-- Data for the task follows --
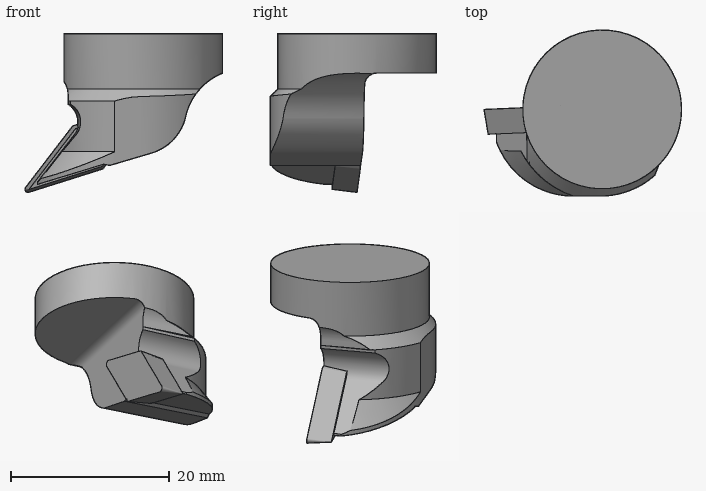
import cadquery as cq
import math

SHANK_RADIUS = 9.997
SHANK_HEIGHT = 6.97
COLLAR_RADIUS = 11.5
COLLAR_BOTTOM = -14.87
COLLAR_TOP = -SHANK_HEIGHT - (COLLAR_RADIUS - SHANK_RADIUS)
SKIRT_FLARE = 35.0
BODY_DEPTH = 21.16
CLEAR = 14.95

FLAT_Y = -10.93
OUTLINE_RADIUS = 10.3
LEFT_ARC_X = -3.6
RIGHT_ARC_X = -0.25

CAP_THICKNESS = 4.98
CHIP_FACE_ANGLE = 2.5
CHIP_FACE_FILLET = 1.4

TIP_X = -14.9
INSERT_SIDE = 9.64
INSERT_THICKNESS = 3.15
INSERT_RELIEF = 7.0
LOWER_EDGE_ANGLE = 17.5
TIP_ANGLE = 35.0
UPPER_EDGE_ANGLE = LOWER_EDGE_ANGLE + TIP_ANGLE
NOSE_RADIUS = 0.4
LOWEST_Z = -20.0

UNDERSIDE_STEP_TOP = (-4.98, -16.43)
UNDERSIDE_STEP_BOTTOM = (-4.23, -16.6)
RELIEF_START = (1.25, -15.0)
RELIEF_LOWER_MID = (3.98, -13.15)
RELIEF_INFLECTION = (5.3, -10.7)
RELIEF_UPPER_MID = (6.67, -7.55)
NECK_X = -9.45
NECK_TOP = (-SHANK_RADIUS, -6.03)
NECK_ARC_RADIUS = 2.8
NOTCH_RADIUS = 2.65
NOTCH_CENTER = (-10.88, -11.1)
NOTCH_START_ANGLE = 57.0
FLANK_ANGLE = 52.0
BODY_TIP = (-13.32, -18.97)


def polar(center, radius, degrees):
    angle = math.radians(degrees)
    return center[0] + radius * math.cos(angle), center[1] + radius * math.sin(angle)


def make_turned_blank():
    skirt_radius = COLLAR_RADIUS + (COLLAR_BOTTOM + BODY_DEPTH) * math.tan(math.radians(SKIRT_FLARE))
    collar = (
        cq.Workplane("XZ")
        .moveTo(0, -SHANK_HEIGHT)
        .lineTo(SHANK_RADIUS, -SHANK_HEIGHT)
        .lineTo(COLLAR_RADIUS, COLLAR_TOP)
        .lineTo(COLLAR_RADIUS, COLLAR_BOTTOM)
        .lineTo(skirt_radius, -BODY_DEPTH)
        .lineTo(0, -BODY_DEPTH)
        .close()
        .revolve(360, (0, 0, 0), (0, 1, 0))
    )
    left_center = (LEFT_ARC_X, FLAT_Y + OUTLINE_RADIUS)
    right_center = (RIGHT_ARC_X, FLAT_Y + OUTLINE_RADIUS)
    left_end = polar(left_center, OUTLINE_RADIUS, 180)
    right_end = polar(right_center, OUTLINE_RADIUS, 0)
    plan = (
        cq.Workplane("XY")
        .moveTo(left_end[0], CLEAR)
        .lineTo(*left_end)
        .threePointArc(polar(left_center, OUTLINE_RADIUS, 225), (LEFT_ARC_X, FLAT_Y))
        .lineTo(RIGHT_ARC_X, FLAT_Y)
        .threePointArc(polar(right_center, OUTLINE_RADIUS, -45), right_end)
        .lineTo(right_end[0], CLEAR)
        .close()
        .extrude(-BODY_DEPTH)
    )
    shank = cq.Workplane("XY").circle(SHANK_RADIUS).extrude(-SHANK_HEIGHT)
    return shank.union(collar.intersect(plan))


def make_side_profile():
    """Side outline of the body, as a prism running right through along Y."""
    neck_arc_center_x = NECK_X - NECK_ARC_RADIUS
    neck_rise = math.sqrt(NECK_ARC_RADIUS**2 - (NECK_TOP[0] - neck_arc_center_x) ** 2)
    neck_arc_end = (NECK_X, NECK_TOP[1] - neck_rise)
    neck_arc_turn = math.degrees(math.asin(neck_rise / NECK_ARC_RADIUS))
    neck_arc_mid = polar((neck_arc_center_x, neck_arc_end[1]), NECK_ARC_RADIUS, neck_arc_turn / 2)
    return (
        cq.Workplane("XZ")
        .moveTo(-CLEAR, 0)
        .lineTo(-CLEAR, NECK_TOP[1])
        .lineTo(*NECK_TOP)
        .threePointArc(neck_arc_mid, neck_arc_end)
        .lineTo(NECK_X, COLLAR_TOP)
        .lineTo(BODY_TIP[0], COLLAR_TOP)
        .lineTo(*BODY_TIP)
        .lineTo(*UNDERSIDE_STEP_TOP)
        .lineTo(*UNDERSIDE_STEP_BOTTOM)
        .lineTo(*RELIEF_START)
        .threePointArc(RELIEF_LOWER_MID, RELIEF_INFLECTION)
        .threePointArc(RELIEF_UPPER_MID, (SHANK_RADIUS, -CAP_THICKNESS))
        .lineTo(CLEAR, -CAP_THICKNESS)
        .lineTo(CLEAR, 0)
        .close()
        .extrude(CLEAR, both=True)
    )


def turn_to_chip_face(shape):
    """Turn a shape built square to Y, with the insert tip at X = 0, onto the chip face."""
    return shape.rotate((0, 0, 0), (0, 0, 1), CHIP_FACE_ANGLE).translate((TIP_X, 0, 0))


def make_flank_space():
    """Space beside the notch and flank, running square to the chip face."""
    center = (NOTCH_CENTER[0] - TIP_X, NOTCH_CENTER[1])
    flank_top = polar(center, NOTCH_RADIUS, FLANK_ANGLE - 90)
    flank_drop = flank_top[1] + BODY_DEPTH
    flank_bottom_x = flank_top[0] - flank_drop / math.tan(math.radians(FLANK_ANGLE))
    space = (
        cq.Workplane("XZ")
        .moveTo(-CLEAR, COLLAR_TOP)
        .lineTo(NECK_X - TIP_X, COLLAR_TOP)
        .lineTo(*polar(center, NOTCH_RADIUS, NOTCH_START_ANGLE))
        .threePointArc(polar(center, NOTCH_RADIUS, 0), flank_top)
        .lineTo(flank_bottom_x, -BODY_DEPTH)
        .lineTo(-CLEAR, -BODY_DEPTH)
        .close()
        .extrude(CLEAR, both=True)
    )
    return turn_to_chip_face(space)


def make_chip_space():
    """Space in front of the chip face, filleted where it meets the cap."""
    space = (
        cq.Workplane("XY")
        .box(4 * CLEAR, CLEAR, BODY_DEPTH, centered=(True, False, False))
        .translate((0, 0, -CAP_THICKNESS - BODY_DEPTH))
        .edges("<Y and >Z")
        .fillet(CHIP_FACE_FILLET)
    )
    return turn_to_chip_face(space)


def insert_corner_centers():
    """Centres of the rounded rhombus corners, in the plane of the chip face."""
    nose_x = NOSE_RADIUS
    nose_z = LOWEST_Z + NOSE_RADIUS
    lower = polar((nose_x, nose_z), INSERT_SIDE, LOWER_EDGE_ANGLE)
    upper = polar((nose_x, nose_z), INSERT_SIDE, UPPER_EDGE_ANGLE)
    far = polar(lower, INSERT_SIDE, UPPER_EDGE_ANGLE)
    return [(nose_x, nose_z), lower, far, upper]


def make_insert():
    relief = INSERT_THICKNESS * math.tan(math.radians(INSERT_RELIEF))
    corners = insert_corner_centers()

    def face_wire(depth, radius):
        rhombus = cq.Wire.makePolygon([cq.Vector(x, -depth, z) for x, z in corners], close=True)
        return rhombus.offset2D(radius, "arc")[0]

    front = face_wire(0, NOSE_RADIUS)
    back = face_wire(INSERT_THICKNESS, NOSE_RADIUS - relief)
    solid = cq.Solid.makeLoft([front, back], True)
    return turn_to_chip_face(cq.Workplane(solid))


insert = make_insert()
holder = (
    make_turned_blank()
    .intersect(make_side_profile())
    .cut(make_flank_space())
    .cut(make_chip_space())
    .cut(insert)
)

result = cq.Compound.makeCompound([holder.solids().val(), insert.val()])
-- Data for the task concluded --
- Exercise requirements
State only the number of lines in these entries that contain "extrude".

- Exercise output
4